[GIS] Changing raster calculation values – shorten this script

map-algebrarraster

i'm doing something quite straightforward regarding raster algebra but am struggling either to find the correct function or make a function work correctly;

Basically I have 2 rasters, representing consecutive years, that represent a classification (including NA values);

r <- raster(ncol=10,nrow=10)
r[] <- sample(c(1,2,4,8),size=100,replace=T)
r[runif(10*10) >= 0.50] <- NA

r1 <- raster(ncol=10,nrow=10)
r1[] <- sample(c(1,2,4,8),size=100,replace=T)
r1[runif(10*10) >= 0.50] <- NA

to get my change from one year (r) to the next (r1) I simply subtract r1 from r;

r2 = r - r1
freq(r2,digits=2)

Each new integer codes to a specific change, 0 simply means no change. I don't mind that cells become NA if NA only exists in one raster layer, this is fine. What i do want to do is to examine the 0 values more closely so if the original value in r is 1 and the recent value in r1 is also 1, i want to know this in the resulting r2 – ie quanitfy and analyse the 'no change' cells. Same for r=2 & r1=2, r=4 & r1=4 etc – not just all as 0s but as a collection of new, unused codes to represent what cells stayed the same (and how they stayed the same) from one year to the next.

Basically, i extracted the position of the cells from r2 that equal 0 as a spatial points data frame;

pts <-rasterToPoints(r2,fun=function(x){x==0},spatial=T)
plot(pts)

then i replaced the cells in r2 that equal 0 with values from r (or r1, doesnt matter as they are the same value) using the locations derived above;

r2[r2==0] <- (extract(r,pts))/10
plot(r2)
freq(r2,digits=2)

dividing the replacement values by 10 ensures they do not fall into the same 'bin' as any other mapped code change.
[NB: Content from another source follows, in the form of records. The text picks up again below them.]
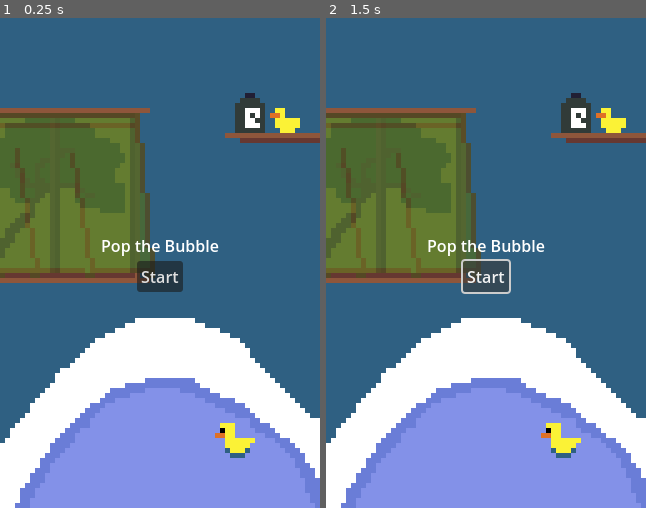
Above: before the commit, frames 1-2 (left to right).
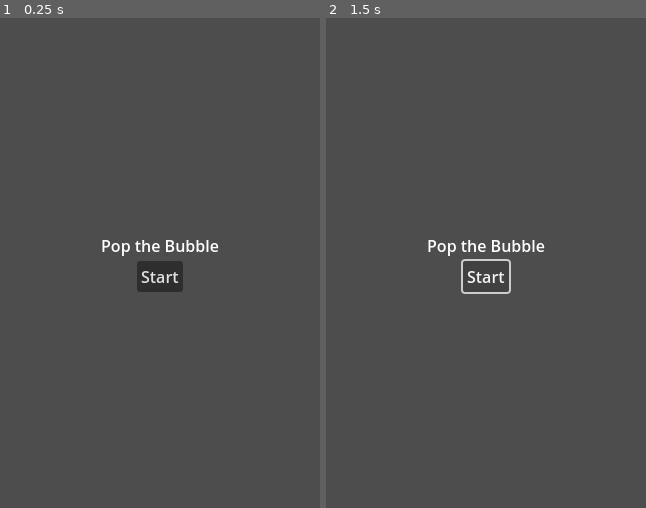
Above: after the commit, the same moments.

Repository: DiegoCali/Global-Game-Jam-2025
Game: Godot game, scene res://scenes/start_menu.tscn
Two runs of this game, one before a commit and one after it. Both use one fixed random seed, a clock stepped at 60 frames per second and the inputs below. The project has no main scene, so this scene is started directly.
Inputs:
- Up to frame 1 (0.25 s): no input
- Up to frame 2 (1.5 s): click "Start" at 0.5 s; click "Start" at 1.25 s

The runs differ from the first frame. In frame 1, 99% of the frame differs, in the area x 0-100%, y 0-100%; in frame 2, 99%.

Commit message:
fixed: start menu

Diff:
--- a/src/scenes/start_menu.tscn
+++ b/src/scenes/start_menu.tscn
@@ -1,6 +1,4 @@
-[gd_scene load_steps=2 format=3 uid="uid://o7pbcpqry666"]
-
-[ext_resource type="Texture2D" uid="uid://dvxqtroicpvap" path="res://assets/landscapes/landscape.png" id="1_qxcxq"]
+[gd_scene format=3 uid="uid://o7pbcpqry666"]
 
 [node name="StartMenu" type="Control"]
 layout_mode = 3
@@ -9,12 +7,6 @@
 anchor_bottom = 1.0
 grow_horizontal = 2
 grow_vertical = 2
-
-[node name="TextureRect" type="TextureRect" parent="."]
-layout_mode = 0
-offset_right = 40.0
-offset_bottom = 40.0
-texture = ExtResource("1_qxcxq")
 
 [node name="VBoxContainer" type="VBoxContainer" parent="."]
 layout_mode = 0

I am sure there is a quicker way? i thought i'd be able to create a raster stack from r and r1, creating an r2, then use some sort of 'where' or 'ifelse' function to perform the calculations above, however everything i do either results in errors or neglect of NA values to make the functions work. Or S4/integer errors.

I'm still not sure this will work on a big sample yet, and my final datasets are very massive.

Best Answer

What you want is a conditional calculation: return the value of r whenever r and r1 are equal and otherwise set the output to NA.

The cell-by-cell arithmetic operations seem to be fastest. (They are much faster than, say, using mask or the reclassification functions.) Since they do not appear to offer an actual conditional operator, use two time-honored tricks:

  1. Treat logicals as numbers. FALSE is 0 and TRUE is 1 in arithmetic operations.

  2. Create NA values (or, almost as effectively, infinite values) using invalid arithmetic operations.

One solution is

r3 <- r == r1
r3 <- r3 * r * (1/r3)

It works because when r and r1 are equal, both r3 and 1/r3 equal 1 and the multiplications change nothing: they return the value of r. When r and r1 are not equal, 1/r3 is undefined, producing an infinite result. As a result, freq tabulates only the cell values where r and r1 agree.

On my machine this calculation takes about one second for rasters with 10,000,000 cells. (It's about ten times as long as the simple comparison r - r1.) It will scale in direct proportion to the number of cells until disk paging is invoked, at which point you will be at the mercy of your storage throughput.

(If you can fit all data into RAM, it's even faster to use R's built-in operations on the array of data and then convert it back to a raster object.)